Im Rathaus freut sich Andreas Pickhardt über die Rückkehr der finanziellen Möglichkeiten für Büsbach. „Wir möchten nächstes Jahr da anknüpfen, wo wir aufhören mussten“, sagt der für Stadtentwicklung zuständige Fachbereichsleiter. Das bereits involvierte Büro 3D soll im kommenden Jahr beginnen, gemeinsam mit den Bürgern den Rahmenplan aufzustellen.
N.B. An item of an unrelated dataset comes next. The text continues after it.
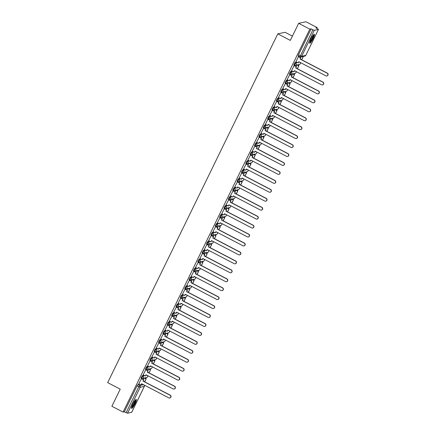 <?xml version="1.0" encoding="UTF-8"?>
<svg xmlns="http://www.w3.org/2000/svg" width="435" height="435" viewBox="0 0 435 435"><rect width="100%" height="100%" fill="white"/><g stroke="black" fill="none" stroke-linecap="round" stroke-linejoin="round"><path stroke-width="0.65" d="M144.067 375.296L142.25 375.688L141.098 377.977L141.69 378.271M148.433 366.352L146.617 366.738L145.459 369.032L146.057 369.326M152.794 357.401L150.978 357.793L149.825 360.082L150.418 360.381M157.155 348.457L155.344 348.848L154.186 351.137L154.778 351.431M161.521 339.512L159.705 339.904L158.547 342.193L159.145 342.486M165.882 330.567L164.066 330.959L162.913 333.248L163.506 333.542M170.248 321.623L168.432 322.014L167.274 324.303L167.872 324.597M174.609 312.678L172.793 313.064L171.64 315.359L172.233 315.652M178.97 303.733L177.159 304.119L176.001 306.414L176.594 306.708M183.336 294.783L181.52 295.175L180.362 297.464L180.96 297.757M187.697 285.838L185.881 286.23L184.728 288.519L185.321 288.813M192.063 276.894L190.247 277.285L189.089 279.574L189.682 279.868M196.424 267.949L194.608 268.341L193.455 270.63L194.048 270.923M200.785 259.004L198.969 259.396L197.816 261.685L198.409 261.979M205.151 250.06L203.335 250.446L202.177 252.74L202.775 253.034M209.512 241.11L207.696 241.501L206.543 243.79L207.136 244.089M213.879 232.165L212.062 232.556L210.904 234.846L211.497 235.139M218.239 223.22L216.423 223.612L215.271 225.901L215.863 226.195M222.6 214.276L220.784 214.667L219.631 216.956L220.224 217.25M226.967 205.331L225.151 205.722L223.992 208.012L224.59 208.305M231.328 196.386L229.511 196.772L228.359 199.067L228.951 199.36M235.688 187.441L233.878 187.828L232.72 190.122L233.312 190.416M240.055 178.491L238.239 178.883L237.08 181.172L237.679 181.466M244.416 169.547L242.6 169.938L241.447 172.227L242.039 172.521M248.782 160.602L246.966 160.993L245.808 163.283L246.406 163.576M253.143 151.657L251.327 152.049L250.174 154.338L250.767 154.632M257.504 142.713L255.693 143.104L254.535 145.393L255.127 145.687M261.87 133.768L260.054 134.154L258.896 136.449L259.494 136.742M266.231 124.818L264.415 125.209L263.262 127.498L263.855 127.798M270.597 115.873L268.781 116.265L267.623 118.554L268.221 118.847M274.958 106.928L273.142 107.32L271.989 109.609L272.582 109.903M279.319 97.984L277.508 98.375L276.35 100.664L276.943 100.958M283.685 89.039L281.869 89.431L280.711 91.72L281.309 92.013M288.046 80.094L286.23 80.48L285.077 82.775L285.67 83.069M292.412 71.15L290.596 71.536L289.438 73.83L290.036 74.124M296.773 62.2L294.957 62.591L293.804 64.88L294.397 65.174M313.173 38.514A5.03 0.908 117.5 0 0 314.358 34.294A5.03 0.908 117.5 0 0 310.894 39.003A5.03 0.908 117.5 0 0 309.704 43.217A5.03 0.908 117.5 0 0 313.173 38.514M135.073 403.675A5.03 0.908 117.5 0 0 136.258 399.455A5.03 0.908 117.5 0 0 132.789 404.164A5.03 0.908 117.5 0 0 131.604 408.378A5.03 0.908 117.5 0 0 135.073 403.675M145.883 378.744L146.448 377.585M150.244 369.799L150.809 368.641M154.604 360.854L155.17 359.696M158.971 351.91L159.536 350.751M163.332 342.965L163.897 341.801M167.692 334.02L168.263 332.857M172.059 325.075L172.624 323.912M176.42 316.125L176.985 314.967M180.786 307.181L181.351 306.022M185.147 298.236L185.712 297.078M189.508 289.291L190.079 288.128M193.874 280.347L194.44 279.183M198.235 271.402L198.8 270.238M202.601 262.452L203.167 261.294M206.962 253.507L207.528 252.349M211.323 244.562L211.894 243.404M215.689 235.618L216.255 234.46M220.05 226.673L220.616 225.509M224.416 217.728L224.982 216.565M228.777 208.784L229.343 207.62M233.138 199.834L233.709 198.675M237.505 190.889L238.07 189.731M241.865 181.944L242.431 180.786M246.232 173L246.797 171.836M250.593 164.055L251.158 162.891M254.953 155.11L255.524 153.946M259.32 146.16L259.885 145.002M263.681 137.215L264.246 136.057M268.047 128.271L268.612 127.112M272.408 119.326L272.973 118.162M276.769 110.381L277.334 109.218M281.135 101.437L281.701 100.273M285.496 92.492L286.061 91.328M289.862 83.542L290.428 82.384M294.223 74.597L294.789 73.439M298.584 65.652L299.149 64.494M316.783 28.346L317.153 27.59L315.859 27.867L318.469 29.401L314.298 30.314L301.629 56.289L305.767 55.403L318.436 29.422M292.412 36.121L285.083 32.299L277.78 33.865L290.319 40.406L298.655 23.321L309.845 29.156L123.072 412.097L111.882 406.257L120.218 389.167L107.679 382.626L277.78 33.865M298.655 23.321L305.963 21.75L317.153 27.59M131.691 412.298L127.531 413.25L124.366 411.814L137.036 385.84L137.89 384.632L139.706 384.241M124.366 411.814L123.072 412.097M311.139 28.879L298.47 54.853L301.629 56.289A1.289 1.256 77.9 0 1 299.943 56.849L312.885 29.787L311.139 28.879L309.845 29.156M312.885 29.787L314.298 30.314M298.535 56.577L295.865 61.726M294.169 65.522L291.504 70.677M289.808 74.467L287.144 79.621M285.442 83.411L282.777 88.566M281.081 92.361L278.416 97.511M276.72 101.306L274.05 106.455M272.353 110.251L269.689 115.4M267.993 119.195L265.328 124.35M263.626 128.14L260.962 133.295M259.265 137.085L256.601 142.24M254.905 146.035L252.235 151.184M250.538 154.98L247.874 160.129M246.177 163.924L243.513 169.074M241.811 172.869L239.147 178.018M237.45 181.814L234.786 186.968M233.089 190.758L230.419 195.913M228.723 199.708L226.059 204.858M224.362 208.653L221.698 213.802M219.996 217.598L217.331 222.747M215.635 226.543L212.971 231.692M211.274 235.487L208.604 240.642M206.908 244.432L204.243 249.587M202.547 253.377L199.882 258.531M198.181 262.327L195.516 267.476M193.82 271.271L191.155 276.421M189.459 280.216L186.794 285.365M185.092 289.161L182.428 294.31M180.732 298.106L178.067 303.26M176.365 307.05L173.701 312.205M172.004 316L169.34 321.15M167.644 324.945L164.979 330.094M163.277 333.89L160.613 339.039M158.916 342.834L156.252 347.984M154.55 351.779L151.886 356.934M150.189 360.724L147.525 365.878M145.828 369.668L143.164 374.823M141.462 378.619L138.798 383.768M298.47 54.853L298.165 55.936L299.911 56.844A1.289 1.289 0 0 0 300.775 56.963L300.46 57.583M298.165 55.936L299.884 56.816M296.849 64.989L296.099 66.528M292.489 73.934L291.733 75.472M288.122 82.878L287.372 84.423M283.761 91.823L283.011 93.367M279.401 100.768L278.645 102.312M275.034 109.712L274.284 111.257M270.673 118.657L269.923 120.201M266.307 127.607L265.557 129.146M261.946 136.552L261.196 138.091M257.585 145.497L256.829 147.041M253.219 154.441L252.469 155.986M248.858 163.386L248.108 164.93M244.497 172.331L243.741 173.875M240.131 181.281L239.38 182.82M235.77 190.225L235.014 191.764M231.404 199.17L230.653 200.714M227.043 208.115L226.292 209.659M222.682 217.06L221.926 218.604M218.316 226.004L217.565 227.548M213.955 234.949L213.199 236.493M209.588 243.899L208.838 245.438M205.228 252.844L204.477 254.383M200.867 261.788L200.111 263.333M196.5 270.733L195.75 272.277M192.139 279.678L191.384 281.222M187.773 288.622L187.023 290.167M183.412 297.573L182.662 299.111M179.051 306.517L178.296 308.056M174.685 315.462L173.935 317.006M170.324 324.407L169.568 325.951M165.958 333.351L165.208 334.896M161.597 342.296L160.847 343.84M157.236 351.241L156.48 352.785M152.87 360.191L152.119 361.73M148.509 369.136L147.753 370.674M144.143 378.08L143.392 379.624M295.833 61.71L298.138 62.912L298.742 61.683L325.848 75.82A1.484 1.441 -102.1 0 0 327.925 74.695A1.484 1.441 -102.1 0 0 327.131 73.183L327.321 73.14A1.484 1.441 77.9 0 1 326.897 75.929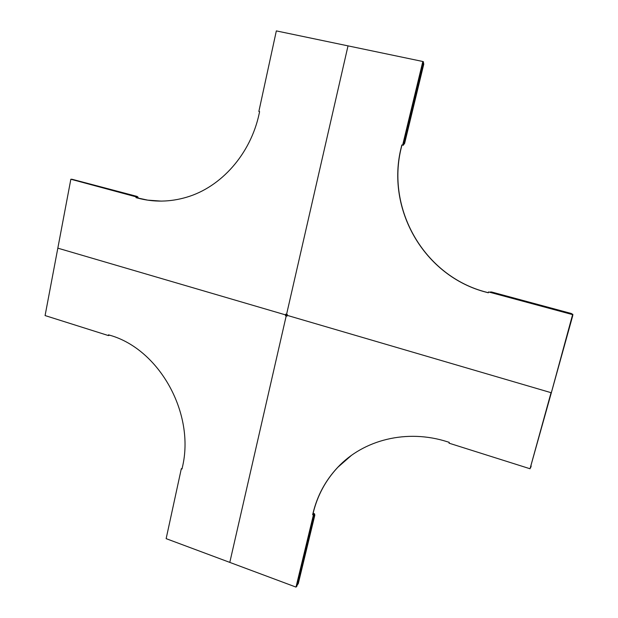 <?xml version="1.0" encoding="UTF-8"?>
<svg xmlns="http://www.w3.org/2000/svg" width="618" height="618" viewBox="0 0 618 618"><rect width="100%" height="100%" fill="white"/><g stroke="black" fill="none" stroke-linecap="round" stroke-linejoin="round"><path stroke-width="0.93" d="M297.15 585.084L298.278 583.662L314.801 515.242L314.608 513.991L313.782 513.465L314.238 514.284L313.411 514.979L296.007 587.1L229.796 562.395L286.258 315.69L285.454 315.705L285.817 314.122L287.324 314.562L286.961 316.146L286.258 315.69L286.906 315.605M313.627 513.473L313.156 513.404L313.789 514.207L312.801 514.601L313.218 512.878C317.49 495.427 325.694 480.225 337.83 467.285L351.31 455.489M313.419 513.272L314.361 513.72M530.035 468.753L551.526 392.075L551.047 392.677L286.922 315.288L551.047 392.677L530.035 468.753L449.031 443.168L449.247 442.357L447.378 441.77C406.907 428.761 363.523 439.722 337.691 467.386C325.555 480.333 317.343 495.536 313.071 512.994L312.654 514.717L313.411 514.979M530.576 467.787L531.148 466.188M530.429 467.494L531.202 466.049M296.856 586.173L296.007 587.1M551.526 392.044L572.6 314.624L488.544 291.943L488.32 292.793L486.389 292.268C424.072 276.401 385.338 208.899 401.368 146.891L401.831 144.952L402.65 145.137L422.836 61.499L276.339 30.9L258.857 111.464L259.606 111.642L259.205 113.519C250.645 154.098 221.12 187.154 186.543 197.242C170.058 202.094 153.727 202.364 137.551 198.054L135.975 197.629L136.13 196.848L70.854 179.235L45.083 315.566L108.374 335.559L108.521 334.817L110.043 335.296C159.498 349.348 195.327 413.79 182.364 467.347L182.001 469.016L181.306 468.776L166.142 538.649L229.796 562.395L286.258 315.69L286.914 315.412L285.609 315.659L286.991 315.118M572.6 314.624L572.693 315.829L572.809 315.041M551.403 392.53L572.693 315.829M488.336 292.731L486.474 292.229C424.18 276.37 385.462 208.892 401.484 146.914L401.947 144.975M348.019 45.871L286.52 314.577L348.019 45.871M403.307 145.245L423.477 61.808L422.836 61.499M423.376 62.24L423.77 64.156L404.612 143.461L403.407 144.936M403.299 145.253L402.65 145.137M572.492 314.253L571.264 313.481L491.557 291.99L490.089 292.028M572.894 314.361L488.544 291.943M286.791 314.601L287.316 314.57M161.298 201.113L147.725 200.139L136.176 197.629L137.157 197.273M286.142 315.358L287.092 314.686L285.856 314.979L57.822 248.158L285.856 314.979L286.111 314.5M72.159 179.297L70.854 179.235M73.89 179.761L137.111 196.431L137.984 197.111L137.76 198.038L137.335 196.879L136.13 196.848M137.42 197.961L137.196 197.289M138.046 197.366L138.038 198.185M108.706 334.871L109.108 335.002M182.148 468.344L181.306 468.776M109.687 335.18L108.374 335.559M286.157 315.389L286.976 315.165M531.186 466.103L531.024 466.52M313.62 513.589L312.963 514.663M314.16 514.122L313.735 514.246M296.818 586.327L314.199 514.346M572.747 315.419L572.338 315.713M137.459 197.08L136.872 197.273M72.067 179.274L137.242 196.856M312.863 514.624L313.156 513.404M296.864 586.258L314.238 514.284M423.477 61.808L403.33 145.253M551.526 392.075L551.65 391.611"/></g></svg>

Doch so ganz untätig waren engagierte Büsbacher hinter den Kulissen dann doch nicht. Seit vielen Monaten wird gearbeitet an und beraten über einen Dachverband nicht nur für Vereine, sondern auch für einzelne Bürger, die sich für Büsbach auf unterschiedliche Weise engagieren wollen. Vor Ort sind einige Geschäftsleute bereits zusammengeschlossen im Büsbacher Aktionsring Handel und Handwerk, der wiederum einer von zwölf Mitgliedsverbänden in der Interessengemeinschaft Büsbacher Vereine ist.

„Wir sollten attraktiver für andere werden“, markierte deren Vorsitzender Georg Blatzheim bereits vor einem Jahr und läutete damit eine Öffnung der IG für juristische wie auch Einzelpersonen ein. Auf der Jahreshauptversammlung am morgigen Abend sollen die Grundlagen geschaffen werden für den Zusammenschluss „Wir in Büsbach“.